Has Gordon Brown already been more generous towards the NHS than a Tory chancellor would have been? John Appleby assesses the background to this week's Budget
With this week's Spring Budget, New Labour has returned to the past.
The Spring Budget has traditionally been the time to reveal government policy on taxation, with the Autumn Statement unveiling plans for how to spend the money raised. But in 1993 Kenneth Clarke amalgamated these two events.
It seemed to make sense at the time - and emphasised the connection between what governments spend and how and from whom they get the money.
Despite the chancellor's desire to revert to old ways, the source of public funding remains the same - you, me and borrowing from the money markets (ultimately, you and me again).
But for anyone slightly confused as to what is currently happening with the government's tax and spend plans it is probably useful to go back to last year.
What has been the underlying factor shaping tax and spend policies, and will continue to be for at least another year or two, is the government's commitment to the previous administration's economic policies.
Broadly, these are to cap the tax burden and rein-in public spending. Within these self imposed constraints there is of course room to change things.
On the tax side, for example, the government declared in its pre-Budget report last November that it wanted to make the tax system fairer and more transparent, an encouragement to savings and an impetus to job creation.
On spending, the government has already demonstrated that within the overall total for all public spending (the control total - excluding cyclical spending on unemployment, privatisation proceeds and debt interest) it is possible to shift money from one department to another.
The NHS has already benefited from such reallocations. In the chancellor's Budget of last July, the NHS got an extra pounds1.2bn for 1998-99 on top of the previous administration's plans (which allowed around pounds1bn extra for the UK).
This extra allocation was drawn largely from the government's rainy day money - the contingency reserves - which were already included in the control total.
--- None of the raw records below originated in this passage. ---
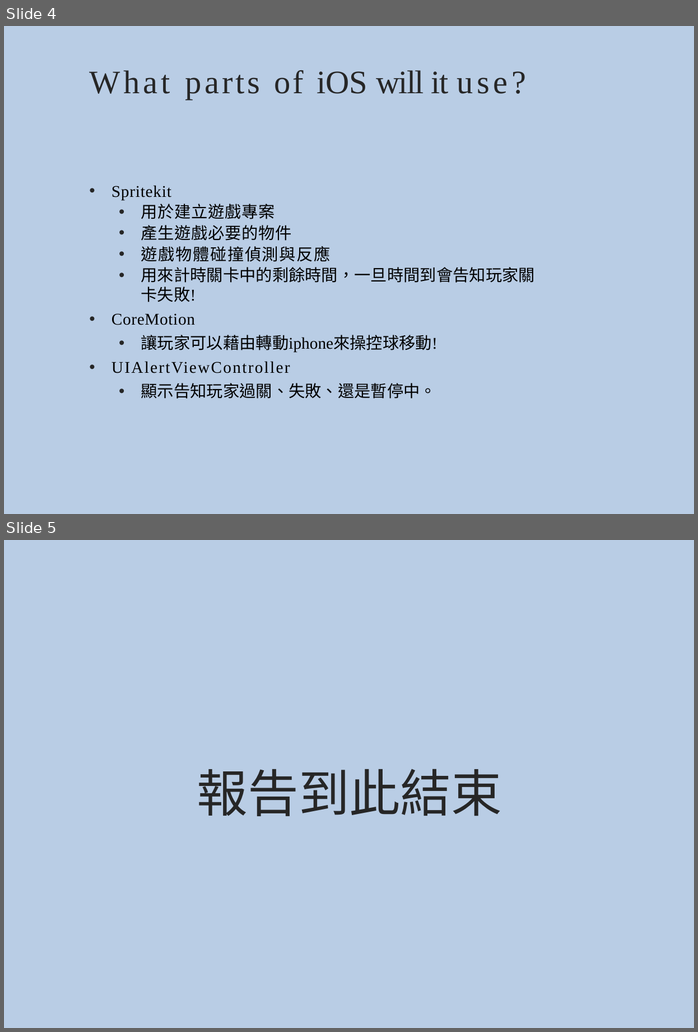
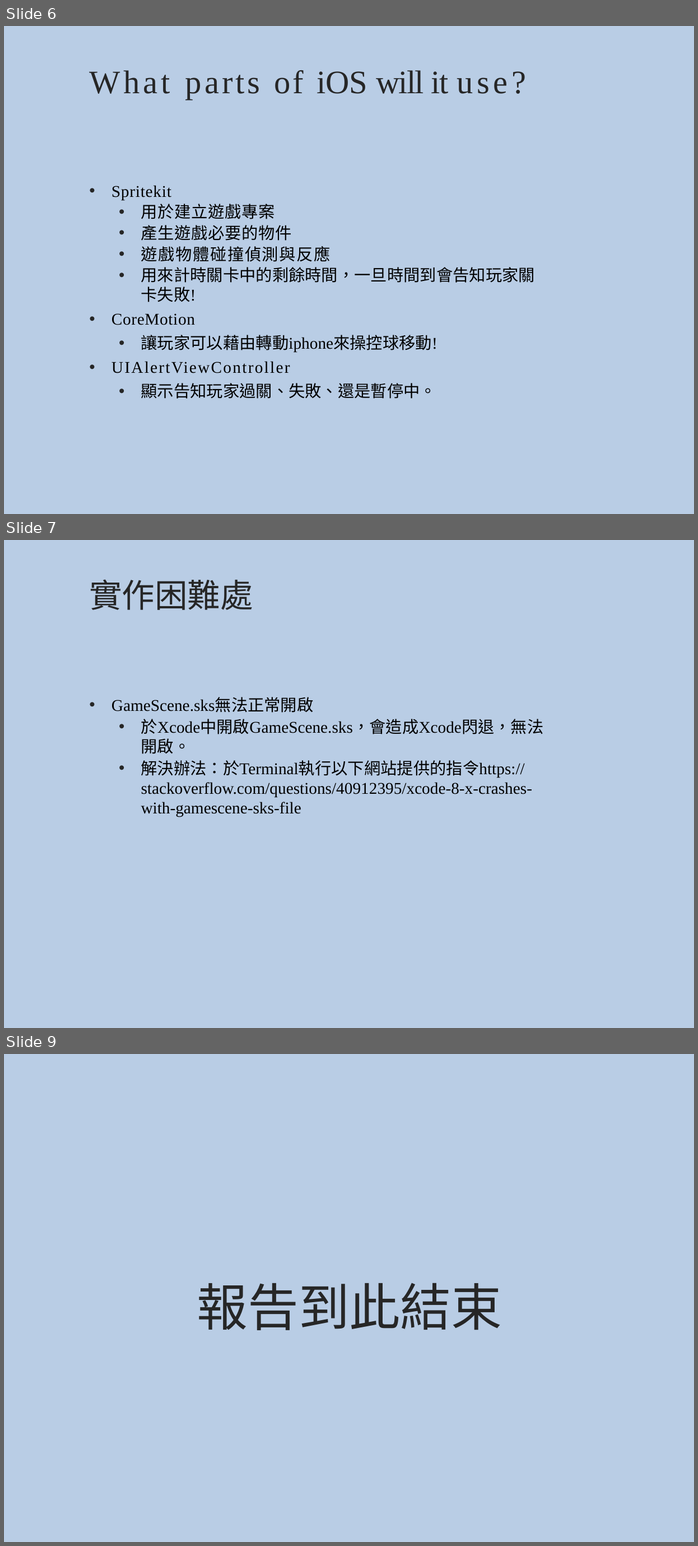
Before and after one commit to Thunder7Lightening/IOS-Final-Project, a slide deck: FinalProposal_106598047.pptx. Shown one above the other, each under a label of ours: slides 4 and 5 before the commit, slides 6, 7 and 9 after it; the slides between them are not shown. The pictures are 698x1032 and 698x1546 pixels, drawn with LibreOffice and Linux fonts; fonts in the diff are those of the drawing. Boxes give left, top, right and bottom in pixels: in the first picture for what was removed or moved away, otherwise in the second. Text is boxed around its words. In the diff, an @@ line names an element or a change of style, - is before the commit and + after.

```diff
--- a/FinalProposal_106598047.pptx
+++ b/FinalProposal_106598047.pptx
@@ slide 7 added at <box>4,540,694,1028</box>, background #B9CDE5 @@
@@ title added at <box>89,579,253,610</box>, 40 pt, text #262626 @@
+實作困難處
@@ text added at <box>112,698,544,817</box>, 20 pt, text #000000 @@
+• GameScene.sks無法正常開啟
+  • 於Xcode中開啟GameScene.sks，會造成Xcode閃退，無法開啟。
+  • 解決辦法：於Terminal執行以下網站提供的指令https://stackoverflow.com/questions/40912395/xcode-8-x-crashes-with-gamescene-sks-file
@@ what was slide 4 is now slide 6 @@
@@ what was slide 5 is now slide 9 @@
```
Also in this commit, not shown: 3 other slides added.

Then, last October, Frank Dobson managed to convince the Treasury to hand over a bit more money to tackle growing waiting lists, the rise in emergency admissions and the prospect of over burdened hospitals during the winter.
The one-off sum of pounds270m (plus pounds30m to be found by the NHS itself through efficiency savings) increased the NHS budget for 1997-98 at the expense of the defence budget. Again, total spending remained within the control total.
And so, since the May 1997 general election, the NHS has seen its budget increase in real terms by around 1.4 per cent after taking account of general inflation, and will enjoy a real increase of about 1.7 per cent for 1998-99.
If the chancellor sticks to his earlier plan to separate tax and spending decisions, no announcement on spending for the NHS in 1999-2000 are due until November's Autumn Statement.
On that basis, current (ie the last administration's) plans suggest a real cut of 3.25 per cent. The government won't stick to that and will be keen to take the credit for having spent far more on the NHS than the Tories had planned.
On the face of it the NHS looks to have done rather well in the circumstances. But what governments plan to spend on the NHS and what they actually end up spending have never coincided.
What they end up spending is invariably higher than what they had planned. In fact, the difference between the earliest plan and the final outturn for NHS spending can be quite enormous.
In the late 1980s and early 1990s, the difference between plans and outturns ranged from more than pounds1.4bn to nearly pounds1.8bn for the hospital and community health services in England alone.
So, even without a change of government, it could have been expected that the NHS would have received more than had been planned.
But the real increases it has already received - 1.4 per cent this year and 1.7 per cent for next - have been lower than the long run trend in real increases for the NHS.
Over its lifetime, NHS spending has grown at an average of about 2.5 per cent. Coincidentally, or perhaps not, this is similar to post-war trend growth of the economy.
Since 1979 the real growth in NHS spending has been a bit lower, around 2 per cent a year - but this is still greater than current increases.
Given that current and short-term government finances are looking very rosy - the economy is in the 'boom' part of the cycle, tax revenues are up, unemployment is down, inflation is low - surely we can afford to spend more?
According to many economists this is not the best time for governments to start spending. Additional spending in times of high economic growth - so the conventional Keynesian wisdom has it - can lead to overheating.
Boom can turn to bust, as many previous chancellors have discovered to their cost.
So, when governments have money they shouldn't spend it. Rather, they should save it and spend on the downward economic swing to ameliorate the worst effects of recession.
For those hoping for a major boost to NHS spending in coming years, the remaining hope is the government's comprehensive spending review, initiated last year and due to report by the end of this month.
It is essentially a programme budgeting and marginal analysis exercise to identify whether public spending is meeting the goals the government has set for it, and if not, how money can be moved around in order that goals are met.
The NHS Confederation submitted evidence to the review last year, and argued for a minimum real growth of 3 per cent a year over the next few years.
This implied at least an additional pounds700m cash for the NHS across the UK for 1998-99 (on top of everything else), and at least a pounds3bn cash rise on top of current plans for 1999-2000.
The government should start saving up now.
John Appleby is senior lecturer in health economics in the department of health policy and practice, University of East Anglia.